What the task requires: Whenever the string "changed" turns up in a line below, that line should be copied.

##### Records shown #####

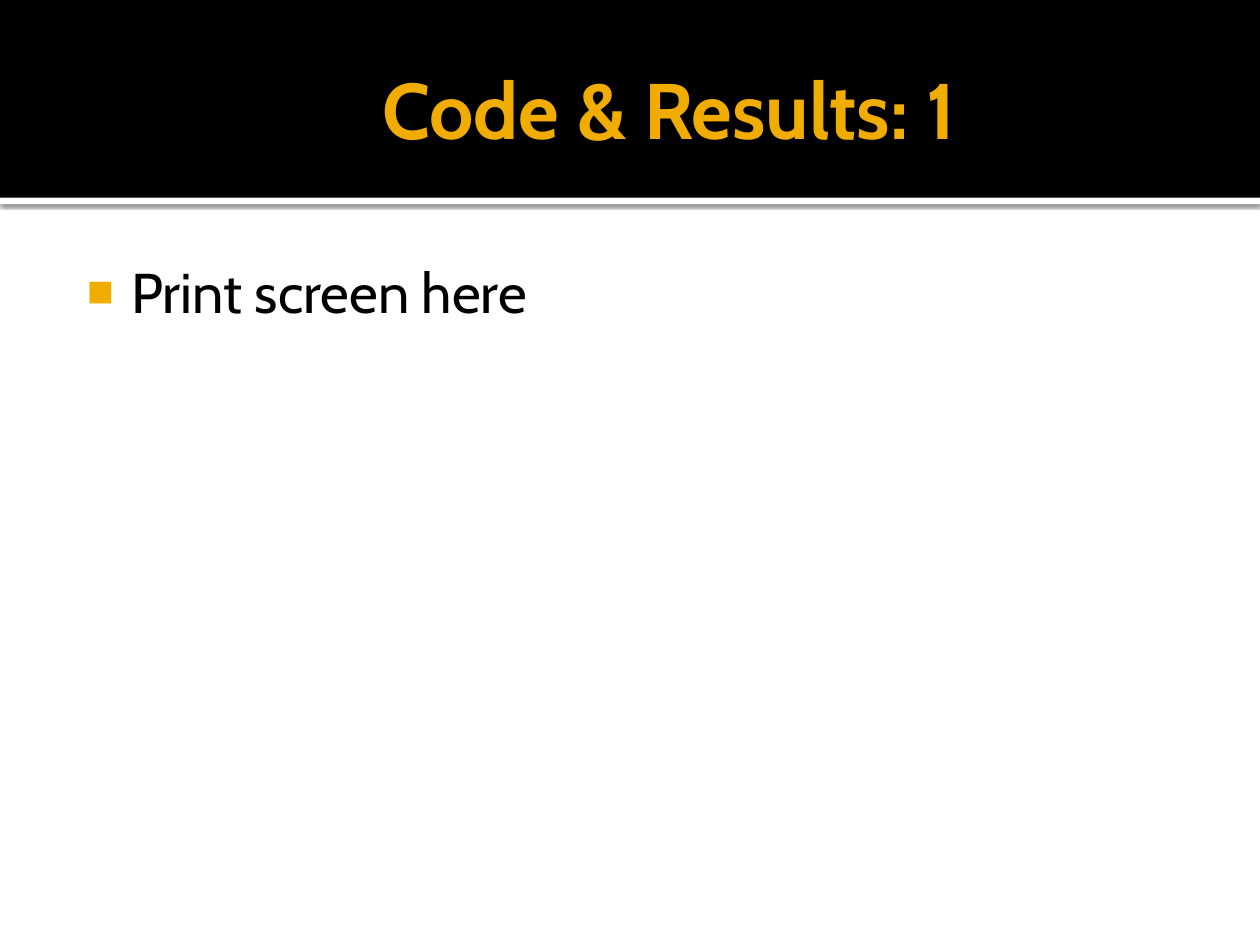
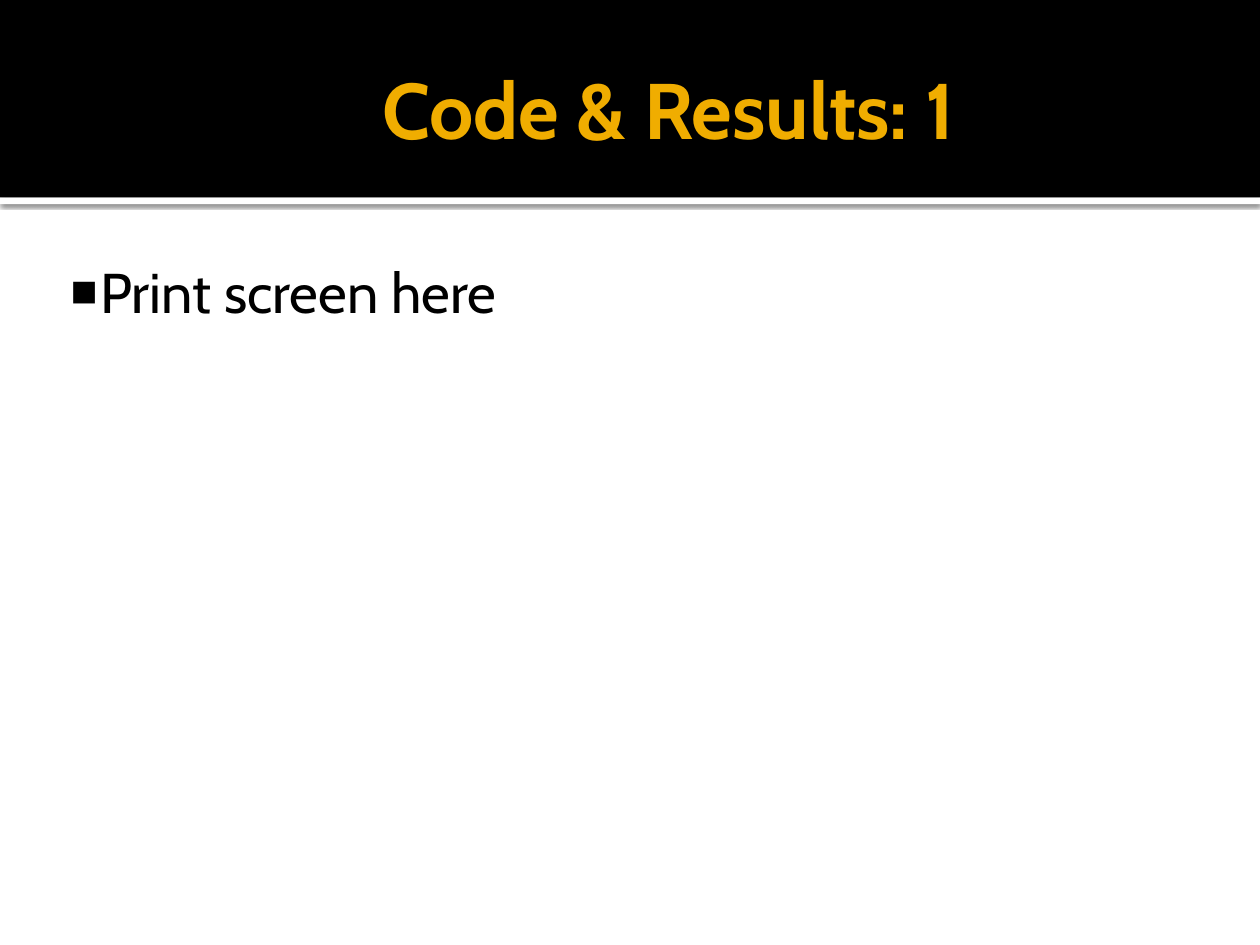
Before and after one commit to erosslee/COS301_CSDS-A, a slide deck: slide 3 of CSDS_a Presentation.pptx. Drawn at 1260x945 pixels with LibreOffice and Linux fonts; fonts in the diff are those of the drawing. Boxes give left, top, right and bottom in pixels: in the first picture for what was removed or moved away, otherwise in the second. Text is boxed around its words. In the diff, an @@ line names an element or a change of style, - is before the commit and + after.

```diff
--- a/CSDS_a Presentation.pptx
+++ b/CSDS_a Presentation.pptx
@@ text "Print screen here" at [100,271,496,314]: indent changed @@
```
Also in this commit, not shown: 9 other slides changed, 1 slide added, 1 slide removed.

#####

Response to this task:
@@ text "Print screen here" at [100,271,496,314]: indent changed @@
Also in this commit, not shown: 9 other slides changed, 1 slide added, 1 slide removed.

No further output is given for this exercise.